*Problem statement*.
Copy exactly the lines of the records below, and only those lines, beginning with the line that contains "Before and after one commit to TarazGr/FDS-Final, a" and ending with the line that contains "Also in this commit, not shown: 3".

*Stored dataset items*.
──────────

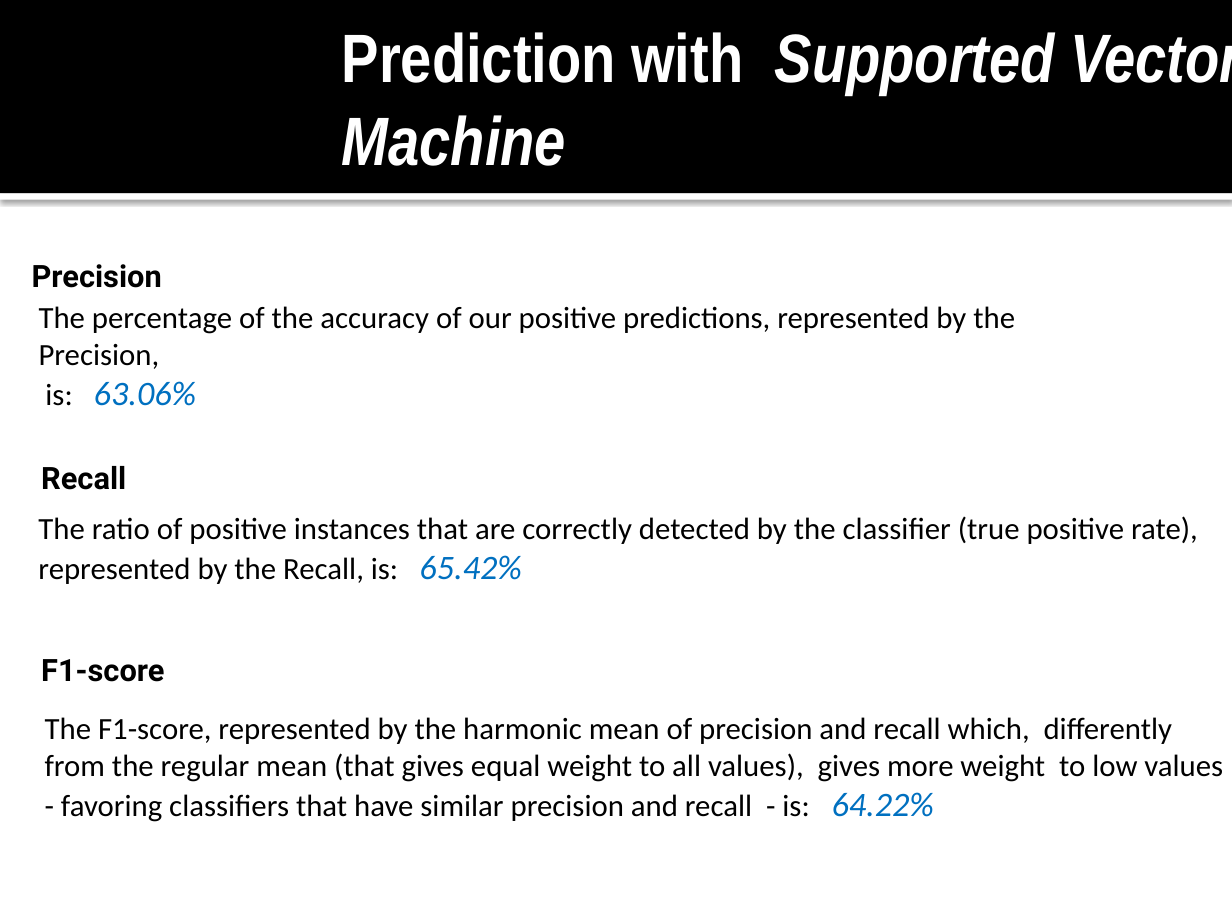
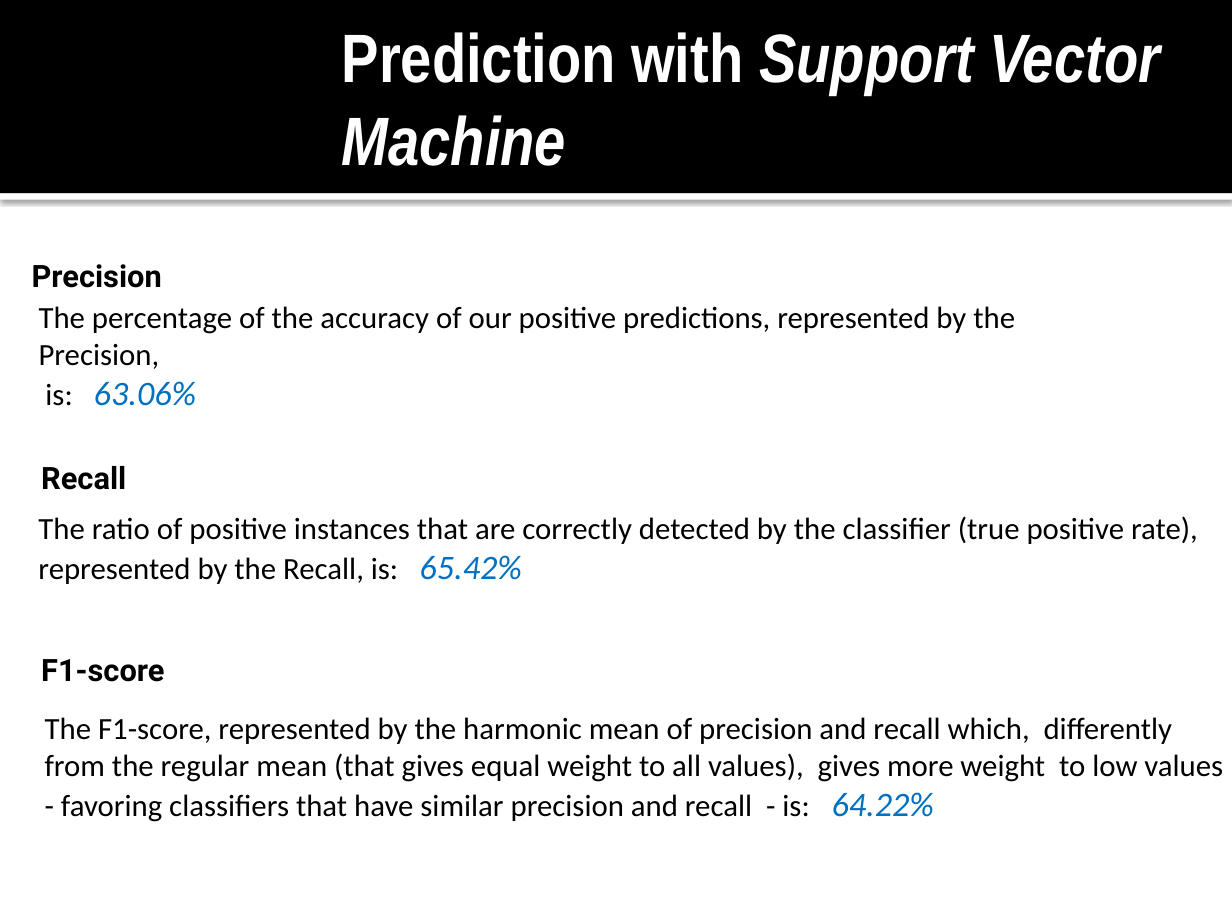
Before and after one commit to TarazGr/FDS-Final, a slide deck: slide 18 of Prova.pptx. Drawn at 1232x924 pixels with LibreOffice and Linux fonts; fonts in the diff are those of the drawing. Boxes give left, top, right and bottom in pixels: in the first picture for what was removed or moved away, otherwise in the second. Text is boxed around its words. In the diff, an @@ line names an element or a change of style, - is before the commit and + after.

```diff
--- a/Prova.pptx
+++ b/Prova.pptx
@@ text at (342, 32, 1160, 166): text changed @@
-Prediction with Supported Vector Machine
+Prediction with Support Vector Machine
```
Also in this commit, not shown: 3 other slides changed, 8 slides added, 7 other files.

──────────

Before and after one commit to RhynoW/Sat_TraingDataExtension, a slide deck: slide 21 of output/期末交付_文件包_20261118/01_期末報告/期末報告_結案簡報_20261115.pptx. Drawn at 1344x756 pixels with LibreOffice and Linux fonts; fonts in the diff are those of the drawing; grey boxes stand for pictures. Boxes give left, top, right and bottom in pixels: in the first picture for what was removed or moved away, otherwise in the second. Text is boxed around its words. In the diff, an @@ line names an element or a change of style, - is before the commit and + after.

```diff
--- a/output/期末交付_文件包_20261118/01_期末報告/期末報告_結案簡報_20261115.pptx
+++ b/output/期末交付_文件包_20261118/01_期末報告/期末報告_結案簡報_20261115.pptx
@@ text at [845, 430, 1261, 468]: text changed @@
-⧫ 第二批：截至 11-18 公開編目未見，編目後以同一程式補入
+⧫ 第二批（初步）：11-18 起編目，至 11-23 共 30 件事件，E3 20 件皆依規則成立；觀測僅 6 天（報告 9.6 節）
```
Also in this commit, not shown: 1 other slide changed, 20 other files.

──────────

*Answer to the problem*.
Before and after one commit to TarazGr/FDS-Final, a slide deck: slide 18 of Prova.pptx. Drawn at 1232x924 pixels with LibreOffice and Linux fonts; fonts in the diff are those of the drawing. Boxes give left, top, right and bottom in pixels: in the first picture for what was removed or moved away, otherwise in the second. Text is boxed around its words. In the diff, an @@ line names an element or a change of style, - is before the commit and + after.

```diff
--- a/Prova.pptx
+++ b/Prova.pptx
@@ text at (342, 32, 1160, 166): text changed @@
-Prediction with Supported Vector Machine
+Prediction with Support Vector Machine
```
Also in this commit, not shown: 3 other slides changed, 8 slides added, 7 other files.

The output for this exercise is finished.